> **Task to complete**
Up to and including the line containing "The first close-up shows 'Kostka'.", please reproduce the lines of the listing below, starting from the top.
(Material to process begins)
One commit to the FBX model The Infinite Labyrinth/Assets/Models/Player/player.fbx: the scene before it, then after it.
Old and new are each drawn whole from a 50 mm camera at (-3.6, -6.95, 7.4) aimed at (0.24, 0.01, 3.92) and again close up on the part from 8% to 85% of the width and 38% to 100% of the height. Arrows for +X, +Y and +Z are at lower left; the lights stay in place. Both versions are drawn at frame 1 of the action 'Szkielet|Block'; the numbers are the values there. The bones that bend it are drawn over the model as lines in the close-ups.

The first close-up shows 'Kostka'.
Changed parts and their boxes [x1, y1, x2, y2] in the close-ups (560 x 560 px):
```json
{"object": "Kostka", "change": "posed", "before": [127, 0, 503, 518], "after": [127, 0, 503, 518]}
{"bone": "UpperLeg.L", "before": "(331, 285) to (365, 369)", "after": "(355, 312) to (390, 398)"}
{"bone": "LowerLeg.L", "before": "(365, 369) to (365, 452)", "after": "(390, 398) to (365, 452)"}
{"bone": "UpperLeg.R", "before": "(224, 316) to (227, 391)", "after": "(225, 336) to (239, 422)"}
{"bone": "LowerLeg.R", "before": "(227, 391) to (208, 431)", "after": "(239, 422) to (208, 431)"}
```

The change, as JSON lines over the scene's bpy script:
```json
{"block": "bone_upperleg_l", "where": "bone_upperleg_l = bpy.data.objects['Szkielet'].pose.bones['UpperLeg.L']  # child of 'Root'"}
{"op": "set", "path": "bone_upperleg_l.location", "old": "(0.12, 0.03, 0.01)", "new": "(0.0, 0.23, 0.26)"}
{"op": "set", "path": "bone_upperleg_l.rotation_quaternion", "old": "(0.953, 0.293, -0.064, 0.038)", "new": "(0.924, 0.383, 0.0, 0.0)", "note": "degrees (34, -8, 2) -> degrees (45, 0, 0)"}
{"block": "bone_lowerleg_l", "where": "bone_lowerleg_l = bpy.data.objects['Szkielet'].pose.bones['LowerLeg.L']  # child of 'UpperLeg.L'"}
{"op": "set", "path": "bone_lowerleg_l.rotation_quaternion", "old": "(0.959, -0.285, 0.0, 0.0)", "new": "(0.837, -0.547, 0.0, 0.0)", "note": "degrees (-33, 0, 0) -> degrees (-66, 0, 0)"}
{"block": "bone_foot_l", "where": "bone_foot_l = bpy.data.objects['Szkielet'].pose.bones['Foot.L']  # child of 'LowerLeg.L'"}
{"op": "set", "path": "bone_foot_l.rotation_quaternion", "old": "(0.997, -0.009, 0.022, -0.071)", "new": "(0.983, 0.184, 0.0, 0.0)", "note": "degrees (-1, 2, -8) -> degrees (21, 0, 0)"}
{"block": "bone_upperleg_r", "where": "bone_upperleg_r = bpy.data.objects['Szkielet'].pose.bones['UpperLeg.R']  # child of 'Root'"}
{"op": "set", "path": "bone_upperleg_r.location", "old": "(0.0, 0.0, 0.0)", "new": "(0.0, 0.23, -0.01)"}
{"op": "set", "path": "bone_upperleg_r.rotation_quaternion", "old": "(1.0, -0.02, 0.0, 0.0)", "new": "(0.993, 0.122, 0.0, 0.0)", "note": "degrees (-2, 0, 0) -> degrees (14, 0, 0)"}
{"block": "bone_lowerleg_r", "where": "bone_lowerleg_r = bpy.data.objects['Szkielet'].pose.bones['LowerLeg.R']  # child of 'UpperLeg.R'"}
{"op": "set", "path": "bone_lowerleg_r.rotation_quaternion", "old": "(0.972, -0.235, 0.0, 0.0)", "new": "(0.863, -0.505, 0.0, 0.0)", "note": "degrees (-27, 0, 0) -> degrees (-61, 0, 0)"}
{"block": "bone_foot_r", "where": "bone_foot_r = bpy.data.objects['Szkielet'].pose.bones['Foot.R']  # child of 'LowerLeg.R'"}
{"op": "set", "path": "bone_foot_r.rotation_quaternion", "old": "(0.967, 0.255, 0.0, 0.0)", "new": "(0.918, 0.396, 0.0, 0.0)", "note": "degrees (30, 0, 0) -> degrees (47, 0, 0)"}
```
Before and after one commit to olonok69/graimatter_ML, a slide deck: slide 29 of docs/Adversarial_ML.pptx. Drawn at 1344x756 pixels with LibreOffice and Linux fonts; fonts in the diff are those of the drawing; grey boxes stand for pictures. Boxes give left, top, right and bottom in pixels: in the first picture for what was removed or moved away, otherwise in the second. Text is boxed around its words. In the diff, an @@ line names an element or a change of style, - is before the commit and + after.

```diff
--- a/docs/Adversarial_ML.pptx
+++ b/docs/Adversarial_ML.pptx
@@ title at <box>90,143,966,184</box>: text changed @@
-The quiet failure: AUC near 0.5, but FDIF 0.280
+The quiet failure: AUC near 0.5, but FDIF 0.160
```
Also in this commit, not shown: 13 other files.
(Material to process ends)
> **Response box**
One commit to the FBX model The Infinite Labyrinth/Assets/Models/Player/player.fbx: the scene before it, then after it.
Old and new are each drawn whole from a 50 mm camera at (-3.6, -6.95, 7.4) aimed at (0.24, 0.01, 3.92) and again close up on the part from 8% to 85% of the width and 38% to 100% of the height. Arrows for +X, +Y and +Z are at lower left; the lights stay in place. Both versions are drawn at frame 1 of the action 'Szkielet|Block'; the numbers are the values there. The bones that bend it are drawn over the model as lines in the close-ups.

The first close-up shows 'Kostka'.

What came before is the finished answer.